What plans and aspirations do you have for Marriott?

I can sum this up very simply – look after our associates, deliver excellence for our customers, and provide healthy returns to our shareholders.

From an associate perspective, we want to provide our people with rewarding careers. Ultimately, our incredible associates will determine our success, and I want to ensure they thrive in their personal and professional lives. We’ll do this through new tools, training, and ensuring we provide great opportunities for our people. 

From a customer perspective, we’ll continue to provide outstanding and memorable experiences through our incredible portfolio of Marriott Bonvoy hotels.

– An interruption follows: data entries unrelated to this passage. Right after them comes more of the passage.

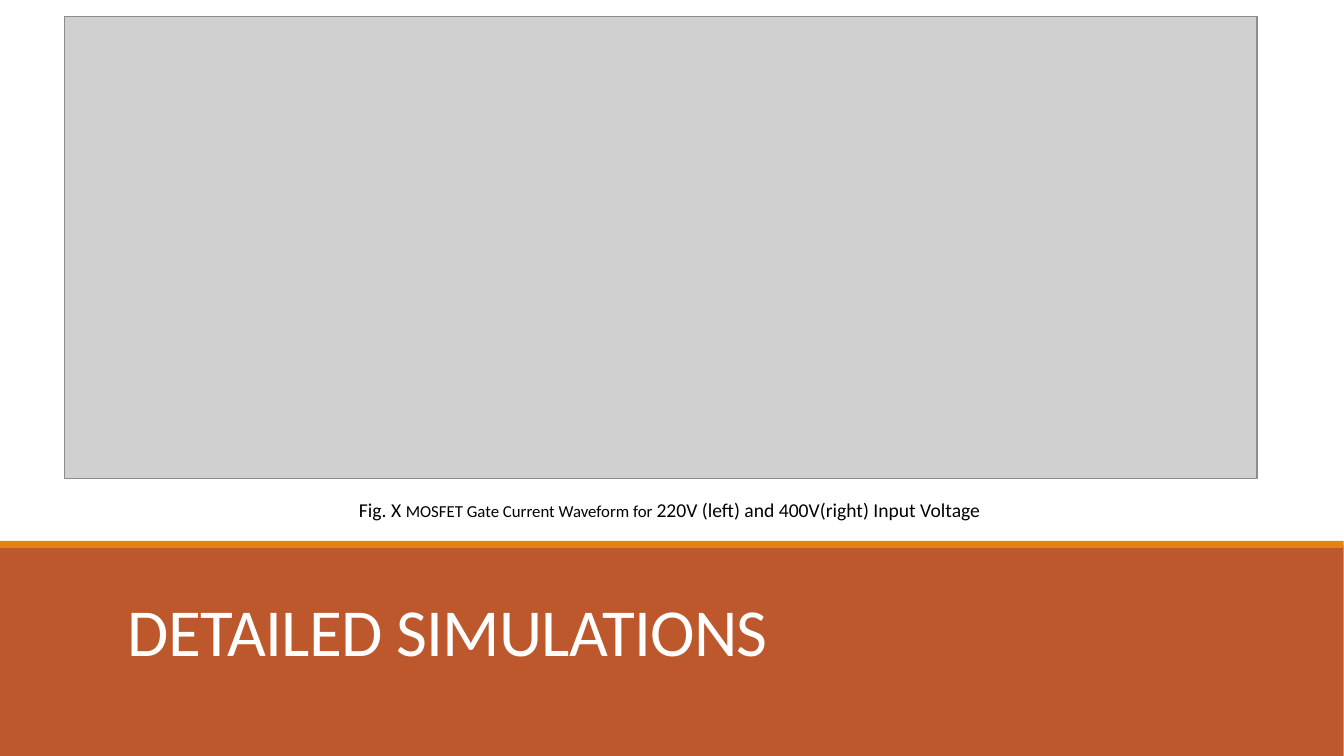
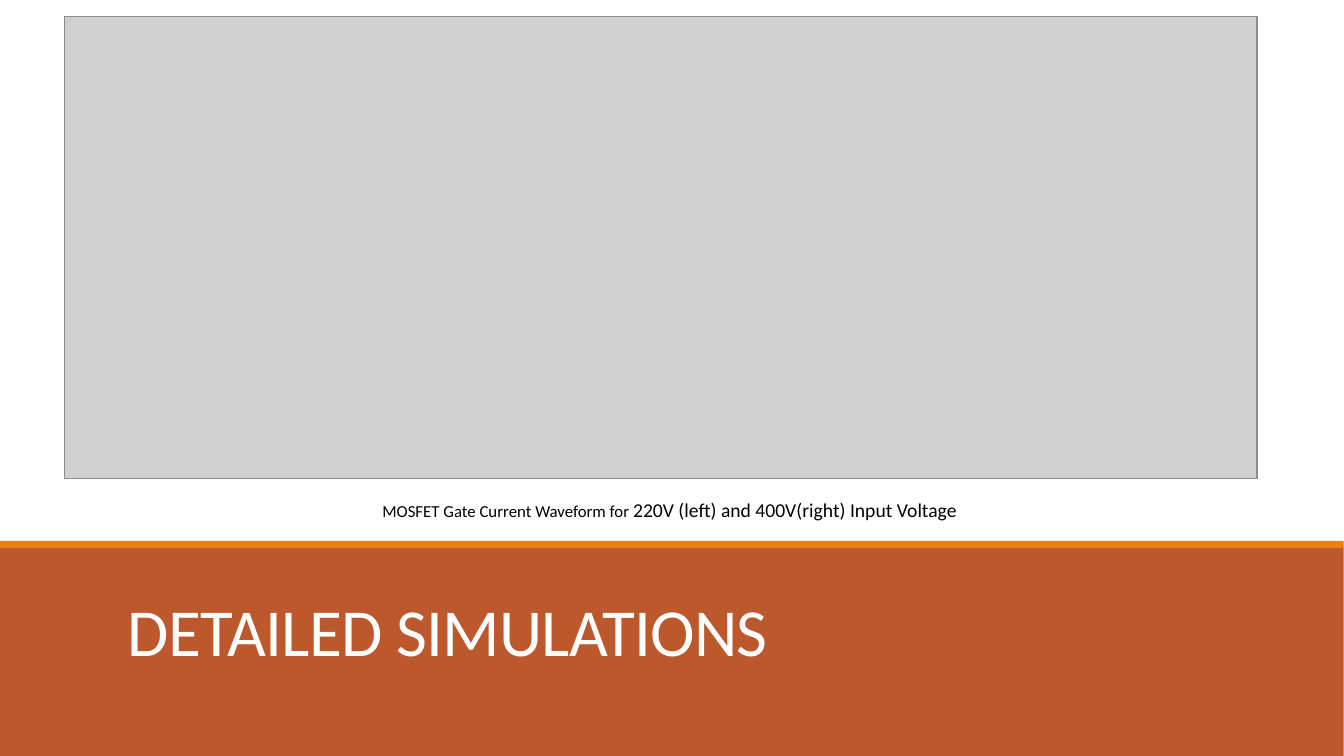
Before and after one commit to EnesCanbolat/EE464_Project, a slide deck: slide 17 of Presentations/464_FB_SUNUM Enes.pptx. Drawn at 1344x756 pixels with LibreOffice and Linux fonts; fonts in the diff are those of the drawing; grey boxes stand for pictures. Boxes give left, top, right and bottom in pixels: in the first picture for what was removed or moved away, otherwise in the second. Text is boxed around its words. In the diff, an @@ line names an element or a change of style, - is before the commit and + after.

```diff
--- a/Presentations/464_FB_SUNUM Enes.pptx
+++ b/Presentations/464_FB_SUNUM Enes.pptx
@@ text at (x1=382, y1=503, x2=957, y2=521): text changed @@
-Fig. X MOSFET Gate Current Waveform for 220V (left) and 400V(right) Input Voltage
+MOSFET Gate Current Waveform for 220V (left) and 400V(right) Input Voltage
```
Also in this commit, not shown: 15 other slides changed.

At the same time, we’ll continue to elevate and amplify our loyalty programme through localised marketing experiences and partnerships, enhanced language capabilities, and digital transformation across our customer touchpoints – including our digital channels, booking journey and marketing campaigns.  

From a shareholder perspective, we’ll continue to make it easy and competitive to do business with us – after all, when we succeed, so do our owners. Over the coming years, we’ll look to continue to grow through new development opportunities, new brands and ancillary revenue streams, and accelerate market share across our region. 

What’s your biggest dream in life?

My other passion is tennis, and my dream would be to play tennis on the Wimbledon Centre Court. Clearly, I’m no match for some of the tennis legends, so I’d settle for a friendly game!